En deuxième lieu, Mme B… ne peut utilement se prévaloir des stipulations de l’article 8 de la convention européenne de sauvegarde des droits de l’homme et des libertés fondamentales dès lors qu’elle sollicite un titre de séjour portant la mention « étudiant ».
En dernier lieu, il ne ressort pas des pièces du dossier, ni de la motivation de l’arrêté attaqué, qui mentionne explicitement les circonstances propres à la situation personnelle de Mme B…, que le préfet de la Haute-Garonne se serait abstenu de procéder à un examen sérieux et personnalisé de la situation de l’intéressée. Dès lors, le moyen tiré du défaut d’examen réel et sérieux de la situation de Mme B… est écarté.

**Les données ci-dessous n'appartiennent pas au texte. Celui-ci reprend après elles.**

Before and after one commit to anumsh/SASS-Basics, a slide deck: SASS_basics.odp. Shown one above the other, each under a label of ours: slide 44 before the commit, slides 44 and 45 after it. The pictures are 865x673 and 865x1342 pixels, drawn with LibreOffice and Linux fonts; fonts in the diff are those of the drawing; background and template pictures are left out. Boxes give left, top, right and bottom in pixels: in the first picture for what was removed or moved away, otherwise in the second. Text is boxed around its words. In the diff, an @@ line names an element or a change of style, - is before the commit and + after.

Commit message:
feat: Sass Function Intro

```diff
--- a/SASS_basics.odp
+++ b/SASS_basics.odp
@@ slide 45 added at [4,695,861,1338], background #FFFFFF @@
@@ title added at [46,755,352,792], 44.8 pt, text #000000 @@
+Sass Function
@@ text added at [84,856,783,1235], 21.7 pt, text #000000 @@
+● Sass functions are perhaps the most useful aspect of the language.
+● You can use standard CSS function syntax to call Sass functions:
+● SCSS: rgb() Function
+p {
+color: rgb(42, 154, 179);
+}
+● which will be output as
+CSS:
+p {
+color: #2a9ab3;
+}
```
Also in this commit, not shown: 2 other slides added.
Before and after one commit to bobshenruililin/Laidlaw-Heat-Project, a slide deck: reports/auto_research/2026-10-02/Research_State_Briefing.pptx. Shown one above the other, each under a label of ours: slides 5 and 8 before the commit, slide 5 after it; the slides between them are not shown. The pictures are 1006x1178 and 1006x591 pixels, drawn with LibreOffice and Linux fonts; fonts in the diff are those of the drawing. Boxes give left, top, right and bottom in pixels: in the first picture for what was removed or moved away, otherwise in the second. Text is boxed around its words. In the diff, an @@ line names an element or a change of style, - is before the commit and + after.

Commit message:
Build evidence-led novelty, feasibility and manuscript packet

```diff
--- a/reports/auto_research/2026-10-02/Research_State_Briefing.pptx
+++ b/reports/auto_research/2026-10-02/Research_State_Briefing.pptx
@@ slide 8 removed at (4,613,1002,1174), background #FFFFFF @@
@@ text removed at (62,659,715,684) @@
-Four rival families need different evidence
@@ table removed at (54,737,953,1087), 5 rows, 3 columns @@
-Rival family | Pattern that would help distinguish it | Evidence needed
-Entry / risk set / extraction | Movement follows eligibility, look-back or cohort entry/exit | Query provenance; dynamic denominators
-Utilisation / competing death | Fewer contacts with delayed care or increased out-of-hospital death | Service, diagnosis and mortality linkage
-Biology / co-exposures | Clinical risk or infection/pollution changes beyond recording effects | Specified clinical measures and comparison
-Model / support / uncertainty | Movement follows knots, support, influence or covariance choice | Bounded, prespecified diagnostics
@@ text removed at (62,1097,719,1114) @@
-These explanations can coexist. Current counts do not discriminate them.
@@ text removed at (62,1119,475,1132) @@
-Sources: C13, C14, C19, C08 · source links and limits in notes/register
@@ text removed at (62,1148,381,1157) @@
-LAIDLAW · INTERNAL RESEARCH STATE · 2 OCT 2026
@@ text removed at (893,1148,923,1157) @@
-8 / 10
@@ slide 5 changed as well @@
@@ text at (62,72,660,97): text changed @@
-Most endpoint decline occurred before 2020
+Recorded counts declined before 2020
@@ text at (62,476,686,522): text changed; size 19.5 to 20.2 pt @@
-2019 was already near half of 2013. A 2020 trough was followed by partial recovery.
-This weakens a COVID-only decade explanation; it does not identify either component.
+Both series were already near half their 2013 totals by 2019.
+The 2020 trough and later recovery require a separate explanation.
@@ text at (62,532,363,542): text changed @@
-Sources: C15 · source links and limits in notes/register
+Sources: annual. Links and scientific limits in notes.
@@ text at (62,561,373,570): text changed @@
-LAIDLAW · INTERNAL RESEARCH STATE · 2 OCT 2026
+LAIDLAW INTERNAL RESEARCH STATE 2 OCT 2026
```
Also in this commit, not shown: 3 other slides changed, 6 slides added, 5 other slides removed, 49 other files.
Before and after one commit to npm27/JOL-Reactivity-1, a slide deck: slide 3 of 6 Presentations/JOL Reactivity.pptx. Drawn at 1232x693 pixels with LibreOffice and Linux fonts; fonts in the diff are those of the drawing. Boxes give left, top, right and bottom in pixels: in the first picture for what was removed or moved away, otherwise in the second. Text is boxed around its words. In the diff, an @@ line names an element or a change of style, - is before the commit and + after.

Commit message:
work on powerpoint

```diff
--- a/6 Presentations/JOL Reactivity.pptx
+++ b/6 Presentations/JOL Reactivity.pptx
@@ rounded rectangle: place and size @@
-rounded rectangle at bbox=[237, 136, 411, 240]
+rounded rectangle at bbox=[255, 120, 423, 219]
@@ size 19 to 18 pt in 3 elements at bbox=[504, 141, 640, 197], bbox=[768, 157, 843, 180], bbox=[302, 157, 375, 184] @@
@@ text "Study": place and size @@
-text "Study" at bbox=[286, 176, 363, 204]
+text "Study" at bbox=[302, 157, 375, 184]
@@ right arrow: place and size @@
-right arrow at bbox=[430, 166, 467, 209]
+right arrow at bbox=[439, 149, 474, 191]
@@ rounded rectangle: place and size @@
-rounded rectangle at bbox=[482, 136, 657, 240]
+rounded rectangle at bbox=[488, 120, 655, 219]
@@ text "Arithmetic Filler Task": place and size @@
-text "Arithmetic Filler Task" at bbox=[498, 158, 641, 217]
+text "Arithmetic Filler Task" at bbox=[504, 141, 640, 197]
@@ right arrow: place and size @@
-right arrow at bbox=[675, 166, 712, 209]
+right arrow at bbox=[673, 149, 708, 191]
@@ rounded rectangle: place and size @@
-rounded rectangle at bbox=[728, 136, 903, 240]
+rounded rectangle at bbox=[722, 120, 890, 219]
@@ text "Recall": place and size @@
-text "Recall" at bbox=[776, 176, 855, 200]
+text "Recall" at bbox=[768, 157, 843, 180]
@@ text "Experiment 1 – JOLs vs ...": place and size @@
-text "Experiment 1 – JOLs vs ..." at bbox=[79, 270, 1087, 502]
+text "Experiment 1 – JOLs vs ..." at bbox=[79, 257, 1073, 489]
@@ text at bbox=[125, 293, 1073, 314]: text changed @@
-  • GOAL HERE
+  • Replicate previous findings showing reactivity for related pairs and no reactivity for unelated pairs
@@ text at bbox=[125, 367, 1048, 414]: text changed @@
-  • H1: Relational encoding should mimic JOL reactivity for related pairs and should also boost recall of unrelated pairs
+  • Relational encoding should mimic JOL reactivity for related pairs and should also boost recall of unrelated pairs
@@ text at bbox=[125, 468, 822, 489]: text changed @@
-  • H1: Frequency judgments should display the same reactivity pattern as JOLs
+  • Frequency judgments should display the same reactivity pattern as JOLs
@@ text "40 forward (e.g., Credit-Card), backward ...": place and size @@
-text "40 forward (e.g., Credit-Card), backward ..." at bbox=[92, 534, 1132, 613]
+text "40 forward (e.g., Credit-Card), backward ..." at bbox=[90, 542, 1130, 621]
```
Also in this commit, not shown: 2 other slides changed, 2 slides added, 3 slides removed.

Il résulte de tout ce qui précède que les conclusions présentées par Mme B… à fin d’annulation de l’arrêté litigieux sont rejetées, ainsi que les conclusions présentées à fin d’injonction.
Sur les frais de l’instance :
L’Etat n’étant pas la partie perdante dans le cadre de la présente instance, il n’y a pas lieu de mettre une somme à sa charge au titre de l’article L. 761-1 du code de justice administrative.
D E C I D E :
Article 1er : La requête de Mme B… est rejetée.
Article 2 : Le présent jugement sera notifié à Mme A… B… et au préfet de la Haute-Garonne.
Délibéré après l’audience du 26 février 2026, à laquelle siégeaient :
M. Clen, président,
Mme Cuny, conseillère,
Mme Lejeune, conseillère,
Rendu public par mise à disposition au greffe le 12 mars 2026.
La rapporteure,
A. LEJEUNE
Le président,
CLEN
La greffière,
F. SOLANA
La République mande et ordonne au préfet de la Haute-Garonne en ce qui le concerne ou à tous commissaires de justice à ce requis en ce qui concerne les voies de droit commun, contre les parties privées, de pourvoir à l’exécution de la présente décision.